GPU Selection for custom code (no matrix operations)

Hi everyone,

I’m a retired programmer and I’m porting a personal C++ application to CUDA. It has no matrix operations, or graphics. It is simple math. I’m writing the code in order to minimize branching and such so to limit the cuda core interdependencies within each SM. The sweet spot currently is 48 threads per SM, which is 77% faster than trying to use all 128 cores. I do not know enough to identify if this is due to memory bandwidth or some other factor.

Regardless, I’m building a rig to run it. I’m choosing two RTX-5090s instead of an RTX 6000 Ada or a L40 type GPU, The A100 and H100 are out of my budget as this is a personal project.

Question: Can someone confirm that the focus of the professional GPUs is on special features such as tensors, etc. and that my use case would not necessarily sufficiently benefit from those given that it is much simpler.

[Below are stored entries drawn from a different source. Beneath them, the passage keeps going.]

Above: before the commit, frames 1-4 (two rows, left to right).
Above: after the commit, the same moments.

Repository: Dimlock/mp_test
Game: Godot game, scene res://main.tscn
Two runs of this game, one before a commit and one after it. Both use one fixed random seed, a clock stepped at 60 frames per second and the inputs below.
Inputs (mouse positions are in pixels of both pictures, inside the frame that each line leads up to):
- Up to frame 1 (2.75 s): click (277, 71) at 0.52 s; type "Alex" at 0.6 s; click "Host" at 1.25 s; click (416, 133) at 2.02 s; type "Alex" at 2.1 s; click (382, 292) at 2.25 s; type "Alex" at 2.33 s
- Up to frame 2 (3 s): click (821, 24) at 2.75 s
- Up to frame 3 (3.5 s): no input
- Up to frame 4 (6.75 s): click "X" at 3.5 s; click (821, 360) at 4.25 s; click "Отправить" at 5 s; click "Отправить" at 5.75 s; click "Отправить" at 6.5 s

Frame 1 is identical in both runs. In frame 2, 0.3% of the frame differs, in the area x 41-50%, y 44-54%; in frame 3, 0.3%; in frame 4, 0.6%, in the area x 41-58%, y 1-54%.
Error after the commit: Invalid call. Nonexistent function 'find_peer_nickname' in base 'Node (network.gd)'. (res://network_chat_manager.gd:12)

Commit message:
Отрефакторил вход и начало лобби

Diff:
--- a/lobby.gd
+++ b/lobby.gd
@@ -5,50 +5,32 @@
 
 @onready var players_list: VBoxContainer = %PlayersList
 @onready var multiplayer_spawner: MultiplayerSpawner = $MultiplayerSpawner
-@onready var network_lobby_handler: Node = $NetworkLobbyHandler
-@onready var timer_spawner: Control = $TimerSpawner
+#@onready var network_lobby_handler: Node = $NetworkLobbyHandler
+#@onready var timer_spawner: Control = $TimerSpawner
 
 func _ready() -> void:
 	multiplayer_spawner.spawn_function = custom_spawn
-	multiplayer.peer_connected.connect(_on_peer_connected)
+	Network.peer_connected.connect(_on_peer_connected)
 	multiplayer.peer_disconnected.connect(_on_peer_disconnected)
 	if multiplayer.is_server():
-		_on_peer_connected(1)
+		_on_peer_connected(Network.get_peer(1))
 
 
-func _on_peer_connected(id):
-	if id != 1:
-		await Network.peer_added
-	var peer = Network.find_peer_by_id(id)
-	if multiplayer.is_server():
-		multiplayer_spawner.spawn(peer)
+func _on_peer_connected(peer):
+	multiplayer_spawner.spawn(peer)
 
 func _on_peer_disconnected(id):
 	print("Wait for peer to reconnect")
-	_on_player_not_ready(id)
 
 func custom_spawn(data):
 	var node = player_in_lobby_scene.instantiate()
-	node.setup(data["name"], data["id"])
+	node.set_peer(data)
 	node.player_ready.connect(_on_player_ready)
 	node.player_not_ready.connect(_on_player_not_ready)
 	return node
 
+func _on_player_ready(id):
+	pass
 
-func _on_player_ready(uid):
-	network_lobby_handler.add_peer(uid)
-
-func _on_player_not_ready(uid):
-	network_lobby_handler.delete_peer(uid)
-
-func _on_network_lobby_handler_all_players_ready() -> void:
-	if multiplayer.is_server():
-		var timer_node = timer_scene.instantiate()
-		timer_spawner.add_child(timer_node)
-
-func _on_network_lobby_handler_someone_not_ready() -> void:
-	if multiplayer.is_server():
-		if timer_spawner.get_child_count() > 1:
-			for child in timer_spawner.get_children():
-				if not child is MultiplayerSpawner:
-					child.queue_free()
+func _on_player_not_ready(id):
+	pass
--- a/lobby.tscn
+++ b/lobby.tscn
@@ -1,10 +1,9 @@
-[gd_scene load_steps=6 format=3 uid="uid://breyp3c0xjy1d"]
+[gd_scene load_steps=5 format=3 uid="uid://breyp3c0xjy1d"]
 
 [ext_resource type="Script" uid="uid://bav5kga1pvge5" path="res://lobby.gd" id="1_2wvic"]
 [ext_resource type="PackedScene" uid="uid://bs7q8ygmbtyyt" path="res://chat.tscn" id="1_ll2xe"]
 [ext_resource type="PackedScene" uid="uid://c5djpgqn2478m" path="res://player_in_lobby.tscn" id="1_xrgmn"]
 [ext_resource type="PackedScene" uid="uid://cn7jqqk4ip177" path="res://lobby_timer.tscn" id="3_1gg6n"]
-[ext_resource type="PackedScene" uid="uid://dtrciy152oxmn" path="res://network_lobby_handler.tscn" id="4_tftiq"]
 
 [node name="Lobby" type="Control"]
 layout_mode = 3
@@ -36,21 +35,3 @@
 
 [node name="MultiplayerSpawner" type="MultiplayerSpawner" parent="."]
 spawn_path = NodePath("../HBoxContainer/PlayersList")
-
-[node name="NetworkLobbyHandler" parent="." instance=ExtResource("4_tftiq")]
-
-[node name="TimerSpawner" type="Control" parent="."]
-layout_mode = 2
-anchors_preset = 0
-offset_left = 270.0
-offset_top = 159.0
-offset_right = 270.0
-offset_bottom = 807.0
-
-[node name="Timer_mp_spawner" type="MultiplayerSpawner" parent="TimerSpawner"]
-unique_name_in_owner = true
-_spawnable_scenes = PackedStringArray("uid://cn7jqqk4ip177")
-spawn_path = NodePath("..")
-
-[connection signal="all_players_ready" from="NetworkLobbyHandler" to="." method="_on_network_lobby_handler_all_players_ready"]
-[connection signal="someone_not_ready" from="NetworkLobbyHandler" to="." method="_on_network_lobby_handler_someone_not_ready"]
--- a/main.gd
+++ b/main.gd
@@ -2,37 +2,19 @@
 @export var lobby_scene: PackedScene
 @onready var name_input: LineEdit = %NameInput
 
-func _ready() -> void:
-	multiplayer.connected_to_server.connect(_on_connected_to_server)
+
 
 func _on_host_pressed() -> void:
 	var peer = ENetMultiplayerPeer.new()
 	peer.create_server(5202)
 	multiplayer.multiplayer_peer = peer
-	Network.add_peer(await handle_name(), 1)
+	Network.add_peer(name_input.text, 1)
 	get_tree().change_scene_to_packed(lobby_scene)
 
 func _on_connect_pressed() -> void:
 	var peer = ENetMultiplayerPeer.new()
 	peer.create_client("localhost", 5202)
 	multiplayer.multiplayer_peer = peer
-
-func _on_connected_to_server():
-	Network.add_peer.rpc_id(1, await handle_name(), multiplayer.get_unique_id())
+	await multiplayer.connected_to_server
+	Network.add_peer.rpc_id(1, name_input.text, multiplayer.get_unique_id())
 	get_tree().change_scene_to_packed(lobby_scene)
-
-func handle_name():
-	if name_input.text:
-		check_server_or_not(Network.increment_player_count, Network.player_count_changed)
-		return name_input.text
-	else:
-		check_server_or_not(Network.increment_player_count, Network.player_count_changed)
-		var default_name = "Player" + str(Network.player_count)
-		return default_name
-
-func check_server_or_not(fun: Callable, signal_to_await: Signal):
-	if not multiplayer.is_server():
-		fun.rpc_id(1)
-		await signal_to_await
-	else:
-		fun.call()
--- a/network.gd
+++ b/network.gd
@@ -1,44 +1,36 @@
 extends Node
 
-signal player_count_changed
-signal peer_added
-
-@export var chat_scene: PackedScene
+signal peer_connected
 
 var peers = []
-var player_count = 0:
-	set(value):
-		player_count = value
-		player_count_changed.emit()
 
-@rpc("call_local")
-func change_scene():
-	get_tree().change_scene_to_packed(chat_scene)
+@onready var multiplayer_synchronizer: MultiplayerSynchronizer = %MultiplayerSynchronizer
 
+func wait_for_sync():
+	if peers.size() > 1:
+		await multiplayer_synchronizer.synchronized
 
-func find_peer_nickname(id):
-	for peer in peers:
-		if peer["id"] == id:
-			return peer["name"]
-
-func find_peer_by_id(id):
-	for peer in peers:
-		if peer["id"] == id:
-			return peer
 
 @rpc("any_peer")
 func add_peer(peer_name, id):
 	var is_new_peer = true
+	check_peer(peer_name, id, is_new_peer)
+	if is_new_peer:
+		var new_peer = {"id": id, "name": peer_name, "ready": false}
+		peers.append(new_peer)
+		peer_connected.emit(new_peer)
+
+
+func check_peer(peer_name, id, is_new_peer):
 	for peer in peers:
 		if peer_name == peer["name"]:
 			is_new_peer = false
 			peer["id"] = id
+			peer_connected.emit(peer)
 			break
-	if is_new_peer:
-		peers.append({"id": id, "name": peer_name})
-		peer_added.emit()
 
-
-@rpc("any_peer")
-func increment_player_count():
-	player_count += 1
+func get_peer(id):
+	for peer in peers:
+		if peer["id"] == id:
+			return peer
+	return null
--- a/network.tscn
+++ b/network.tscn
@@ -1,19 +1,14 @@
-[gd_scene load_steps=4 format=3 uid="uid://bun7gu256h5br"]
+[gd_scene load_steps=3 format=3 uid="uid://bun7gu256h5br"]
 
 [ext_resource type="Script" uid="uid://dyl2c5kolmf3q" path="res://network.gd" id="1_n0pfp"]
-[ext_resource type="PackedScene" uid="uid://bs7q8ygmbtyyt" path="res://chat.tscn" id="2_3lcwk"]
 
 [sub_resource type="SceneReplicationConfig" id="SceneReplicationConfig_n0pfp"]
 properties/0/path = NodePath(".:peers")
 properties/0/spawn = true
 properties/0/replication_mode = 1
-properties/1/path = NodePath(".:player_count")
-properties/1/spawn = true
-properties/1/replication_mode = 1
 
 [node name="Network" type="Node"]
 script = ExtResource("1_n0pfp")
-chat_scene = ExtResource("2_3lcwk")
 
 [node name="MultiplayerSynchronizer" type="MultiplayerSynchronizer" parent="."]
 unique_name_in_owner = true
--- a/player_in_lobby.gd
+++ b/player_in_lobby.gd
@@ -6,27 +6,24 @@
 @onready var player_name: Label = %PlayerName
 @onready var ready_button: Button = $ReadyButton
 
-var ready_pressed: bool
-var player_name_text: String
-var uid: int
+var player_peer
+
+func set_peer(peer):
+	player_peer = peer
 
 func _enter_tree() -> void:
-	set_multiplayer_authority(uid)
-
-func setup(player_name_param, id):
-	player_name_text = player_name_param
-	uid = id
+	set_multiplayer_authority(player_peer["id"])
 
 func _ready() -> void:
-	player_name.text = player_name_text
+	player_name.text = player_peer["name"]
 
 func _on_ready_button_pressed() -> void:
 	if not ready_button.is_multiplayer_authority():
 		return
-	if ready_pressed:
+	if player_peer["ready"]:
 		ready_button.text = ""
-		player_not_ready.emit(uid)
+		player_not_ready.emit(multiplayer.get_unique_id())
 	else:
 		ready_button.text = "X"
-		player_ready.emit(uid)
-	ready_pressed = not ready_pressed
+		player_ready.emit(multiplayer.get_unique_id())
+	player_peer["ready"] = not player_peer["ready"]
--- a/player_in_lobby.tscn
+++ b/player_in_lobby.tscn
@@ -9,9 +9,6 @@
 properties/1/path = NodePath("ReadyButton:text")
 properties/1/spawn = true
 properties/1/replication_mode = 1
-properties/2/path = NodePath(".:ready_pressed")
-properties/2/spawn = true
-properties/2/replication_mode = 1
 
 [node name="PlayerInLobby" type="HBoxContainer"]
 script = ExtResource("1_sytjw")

Other than experience, is there another way to assess this?

Thanks!

If 48 threads is faster than 128 cores (and one should use a multiple of 128 to hide latencies like 512 threads per SM) and it is not just not more speed-up above 48, and you do not have direct interdependencies, than you probably fill up a cache level? L1 cache? Instruction cache (for very long programs)? You are using 1 block with so many threads or are using a individual block for each thread?

The professional GPUs also often have faster double precision support, typically more (and ECC) memory, sometimes more support for GPU peer access or GPU RDMA with other PCIe cards.

Normally you should solve first to get more than 48 threads run per SM, then often one RTX-5090 is more than enough, two are better of course (but see that your mainboard supports full electric and not just mechanic 16 lanes for both graphics cards).